Rodney Hide thinks some MP should bravely do a pointless thing that he himself is not quite courageous enough to try.
In today's Herald on Sunday, Rodney Hide repeats his call for some MP to use parliamentary privilege to reveal the identity of a "prominent" New Zealander granted name supression after last year being discharged without conviction in the Dunedin District Court on an indecency charge. Here's what Hide says:
I thought [National Party MP Maggie Barry] would break the suppression order by naming the predator in Parliament.
But, of course, any MP can do that. None contacted me. The worry is that once offenders start being named, where will it end? Who would be implicated? That's it. That's our "rape culture". Parliament's suppression laws and MPs' silence sanction it.
I'm going to pass over the claim that "rape culture" in NZ amounts to no more than the factors that Hide identifies (it doesn't), and instead suggest a couple of pretty good reasons why no MP has taken up Hide's challenge.
First of all, any MP who does what Hide calls for would be committing a breach of Standing Orders:
112: Matters subject to judicial decision
(1) Matters awaiting or under adjudication in, or suppressed by an order of, any New Zealand court may not be referred to in any motion, debate, or question, including a supplementary question, subject always to the discretion of the Speaker and to the right of the House to legislate on any matter or to consider delegated legislation.
Now, an MP could ask the Speaker for permission to reveal this miscreant's name in breach of a judicial order ... but it's a virtual certainty that the Speaker would say no. Meaning that the MP would have to contravene Parliament's rules in order to do what Hide suggests. And that, in turn, would constitute a contempt of Parliament:
407: Examples of contempts
Without limiting the generality of Standing Order 406, the House may treat as a contempt any of the following:
(y) knowingly making reference to a matter that is suppressed by an order of a New Zealand court, contrary to the Standing Orders, in any proceedings of the House or of a committee.

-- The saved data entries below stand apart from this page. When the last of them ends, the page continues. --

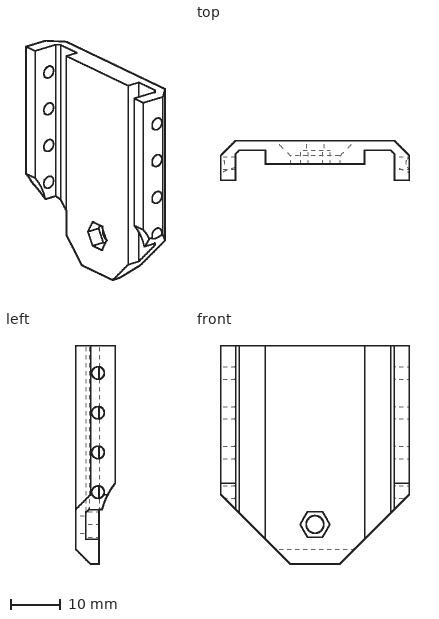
import cadquery as cq

width = 38.0
depth = 8.0
height = 44.0

rail_width = 3.0
web_thickness = 2.0
pad_width = 20.0
pad_thickness = 4.75
edge_chamfer = 3.0
channel_corner_chamfer = 0.7

tip_width = 10.0

rail_hole_diameter = 2.5
rail_hole_count = 4
rail_hole_pitch = 8.0
rail_hole_top_offset = 5.5
rail_hole_y = 3.5

bolt_diameter = 3.5
bolt_z = 8.0
nut_across_corners = 6.0

relief_radius = 13.0
relief_axis_y = -10.0

half_width = width / 2
half_pad = pad_width / 2
rail_inner_x = half_width - rail_width
web_front_y = depth - web_thickness
pad_front_y = depth - pad_thickness
nut_depth = pad_thickness - web_thickness
taper_height = half_width - tip_width / 2


def make_body():
    """Extrude the channel cross-section, mirrored about X = 0, up the full height."""
    half_section = [
        (0, depth),
        (half_width - edge_chamfer, depth),
        (half_width, depth - edge_chamfer),
        (half_width, 0),
        (rail_inner_x, 0),
        (rail_inner_x, web_front_y - channel_corner_chamfer),
        (rail_inner_x - channel_corner_chamfer, web_front_y),
        (half_pad, web_front_y),
        (half_pad, pad_front_y),
        (0, pad_front_y),
    ]
    return cq.Workplane("XY").polyline(half_section).mirrorY().extrude(height)


def taper_envelope():
    """Front outline of the plate: square top and 45 degree tapered lower corners."""
    outline = [
        (-half_width, height),
        (half_width, height),
        (half_width, taper_height),
        (tip_width / 2, 0),
        (-tip_width / 2, 0),
        (-half_width, taper_height),
    ]
    return cq.Workplane("XZ").polyline(outline).close().extrude(-depth)


def tip_chamfer():
    """Wedge removed from the back of the bottom edge."""
    wedge = [(depth, 0), (depth, edge_chamfer), (depth - edge_chamfer, 0)]
    return cq.Workplane("YZ").polyline(wedge).close().extrude(half_width, both=True)


def rail_relief():
    """Cylinder along X that hollows both rail feet and stays clear of the pad."""
    profile = cq.Workplane("YZ").center(relief_axis_y, bolt_z).circle(relief_radius)
    return profile.extrude(half_width, both=True)


def rail_holes():
    """Rows of cross holes along X, through each rail but not the pad between them."""
    top_z = height - rail_hole_top_offset
    centres = [(rail_hole_y, top_z - i * rail_hole_pitch) for i in range(rail_hole_count)]
    row = (
        cq.Workplane("YZ", origin=(rail_inner_x, 0, 0))
        .pushPoints(centres)
        .circle(rail_hole_diameter / 2)
        .extrude(rail_width)
    )
    return row.union(row.mirror("YZ"))


def bolt_hole():
    """Through hole along Y with a hex pocket sunk through the pad to the web's front plane."""
    bolt = cq.Workplane("XZ").center(0, bolt_z).circle(bolt_diameter / 2).extrude(-depth)
    pocket = (
        cq.Workplane("XZ", origin=(0, pad_front_y, 0))
        .center(0, bolt_z)
        .polygon(6, nut_across_corners)
        .extrude(-nut_depth)
    )
    return bolt.union(pocket)


result = (
    make_body()
    .intersect(taper_envelope())
    .cut(tip_chamfer())
    .cut(rail_relief())
    .cut(rail_holes())
    .cut(bolt_hole())
)
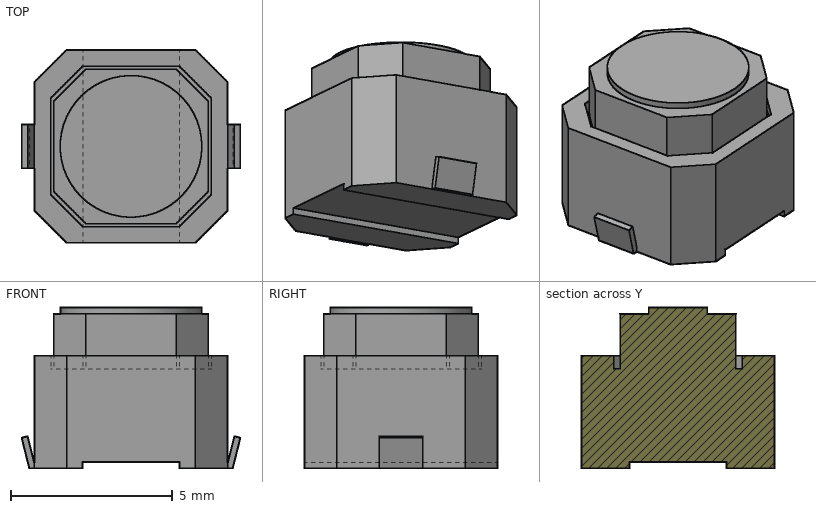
import cadquery as cq
import math

housing_width = 6.0
housing_height = 3.5
corner_cut = 1.0
wall_thickness = 0.5
foot_height = 0.2
foot_spacing = 3.0

button_gap = 0.095
button_top = 4.8
groove_depth = 0.4
disc_diameter = 4.4
total_height = 5.0

terminal_span = 6.8
terminal_width = 1.36
terminal_thickness = 0.2
terminal_tip_height = 0.95
terminal_lean = 0.24

pocket_width = housing_width - 2 * wall_thickness
button_width = pocket_width - 2 * button_gap


def octagon_block(width, bottom, top):
    """Square block with its four vertical edges cut at 45 degrees."""
    block = cq.Workplane("XY").workplane(offset=bottom).rect(width, width).extrude(top - bottom)
    return block.edges("|Z").chamfer(corner_cut)


def make_housing():
    """Housing with a central button, a groove around it and a channel underneath."""
    outer = octagon_block(housing_width, 0, housing_height)
    pocket = octagon_block(pocket_width, housing_height - groove_depth, housing_height)
    button = octagon_block(button_width, housing_height - groove_depth, button_top)
    disc = (
        cq.Workplane("XY")
        .workplane(offset=button_top)
        .circle(disc_diameter / 2)
        .extrude(total_height - button_top)
    )
    channel = cq.Workplane("XY").box(
        foot_spacing, housing_width, foot_height, centered=(True, True, False)
    )
    return outer.cut(pocket).cut(channel).union(button).union(disc)


def make_terminal(side):
    """Leaning strip against the housing wall; side is -1 for -X and +1 for +X."""
    wall_x = housing_width / 2
    tip_x = terminal_span / 2
    lean_angle = math.atan2(terminal_lean, terminal_tip_height)
    inner_tip_x = tip_x - terminal_thickness * math.cos(lean_angle)
    inner_tip_z = terminal_tip_height + terminal_thickness * math.sin(lean_angle)
    wall_contact_z = inner_tip_z - (inner_tip_x - wall_x) / math.tan(lean_angle)
    outline = [
        (side * wall_x, 0),
        (side * (tip_x - terminal_lean), 0),
        (side * tip_x, terminal_tip_height),
        (side * inner_tip_x, inner_tip_z),
        (side * wall_x, wall_contact_z),
    ]
    return cq.Workplane("XZ").polyline(outline).close().extrude(terminal_width / 2, both=True)


housing = make_housing()
terminals = [make_terminal(side) for side in (-1, 1)]

result = cq.Compound.makeCompound([housing.val(), *[terminal.val() for terminal in terminals]])
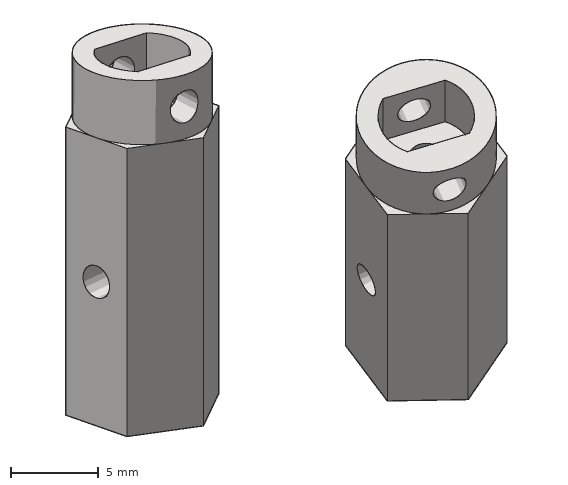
import cadquery as cq

total_height = 22.0
collar_diameter = 8.0
collar_height = 4.0
hex_height = total_height - collar_height
hex_across_flats = collar_diameter
side_face_angle = -79.0

hole_diameter = 2.0
socket_diameter = 5.5
socket_width = 4.0
socket_depth = collar_height
pin_hole_height = total_height - collar_height / 2
side_hole_height = hex_height / 2


def hex_body():
    """Hexagonal shank standing on the XY plane."""
    return (
        cq.Workplane("XY")
        .polygon(6, hex_across_flats, circumscribed=True)
        .extrude(hex_height)
        .rotate((0, 0, 0), (0, 0, 1), side_face_angle)
    )


def collar():
    """Round collar on top of the shank."""
    return (
        cq.Workplane("XY", origin=(0, 0, hex_height))
        .circle(collar_diameter / 2)
        .extrude(collar_height)
    )


def socket():
    """Round socket with two flats parallel to the YZ plane."""
    floor = cq.Workplane("XY", origin=(0, 0, total_height - socket_depth))
    round_part = floor.circle(socket_diameter / 2).extrude(socket_depth)
    flats = floor.rect(socket_width, socket_diameter).extrude(socket_depth)
    return round_part.intersect(flats)


def bore():
    """Axial hole through the whole part."""
    return cq.Workplane("XY").circle(hole_diameter / 2).extrude(total_height)


def cross_hole(height, angle):
    """Radial hole through both sides, turned by angle from +X."""
    return (
        cq.Workplane("YZ", origin=(0, 0, height))
        .circle(hole_diameter / 2)
        .extrude(hex_across_flats, both=True)
        .rotate((0, 0, 0), (0, 0, 1), angle)
    )


result = (
    hex_body()
    .union(collar())
    .cut(socket())
    .cut(bore())
    .cut(cross_hole(pin_hole_height, 0))
    .cut(cross_hole(side_hole_height, side_face_angle))
)

Which in turn would open up the MP to possible sanction by the House. So what Hide is calling for isn't a risk-free action by an MP. They may suffer no legal consequences for breaching the order, but they certainly couldn't expect to escape all consequences for doing so.
Now, of course, maybe Hide would say that some MP nevertheless ought to be brave enough to risk incurring such sanctions. (Of course, if it's just a question of bravery, he himself could always be a martyr for the cause and publish the name of the miscreant in question. If his editor won't let him do so (boo - coward!), then there's always that website run by the crazy conspiracy theory guy who boldly claimed he was single-handedly going to prevent name suppression being applied in any New Zealand case ever again ... remember that?) And let's say that some MP is brave enough to take up Hide's challenge. Then the man's name can be freely reported by everyone, because anyone can repeat anything said in Parliament without legal consequences. Right?
No. Not right. In fact, wrong.
Those involved in parliamentary proceedings do possess an absolute defence against any legal consequences for what they say during such proceedings. Thus, an MP could not be charged in court for breaching the suppression order. But a person who reports on what the MP has said? Well, he or she has no equivalent legal protection - meaning that there is no difference between a person reporting what an MP has said in the House about a suppressed person's identity and ringing up Rodney Hide and reporting what he tells them about it.
Which means that, for all intents and purposes, an MP revealing this miscreant's identity in the House would be an empty gesture, as no-one else could safely publish what the MP said without running the risk of being brought into court to answer for doing so. And if a tree falls in the woods with no-one to hear it, does it really fall?
This state of affairs may be surprising to some (and Parliament is currently moving to remedy it), but it really shouldn't be to Hide. You see, back in 2009, Parliament's Privileges Committee issued a report (pdf) that examined the issue of MPs breaching suppression orders during parliamentary proceedings. That report noted that:
Under the present law, there is probably no protection against civil or criminal liability (beyond liability in defamation) for:
• live or delayed broadcasts of the proceedings of the House of Representatives
• published reports of the proceedings of the House in the print media
• published extracts from, or summaries of, papers published by or under the authority of the House.
The evidence from the Media Freedom Committee of the Commonwealth Press Union (New Zealand section) suggested that the media incorrectly believed that it had protection from actions such as contempt of court or breach of statutory no-publication provisions when it reported anything said in the House, provided the report was fair and accurate. This is not the current legal protection.
But I guess it was a bit much to expect Hide to remember what the Privileges Committee had to say while he was still a member of Parliament and the leader of the fourth largest political party in it. It's just that his faulty memory has led him to call on MPs to embark on a wonky, and ultimately fruitless, jihad. Which is, I suppose, quite fitting for a Herald on Sunday columnist.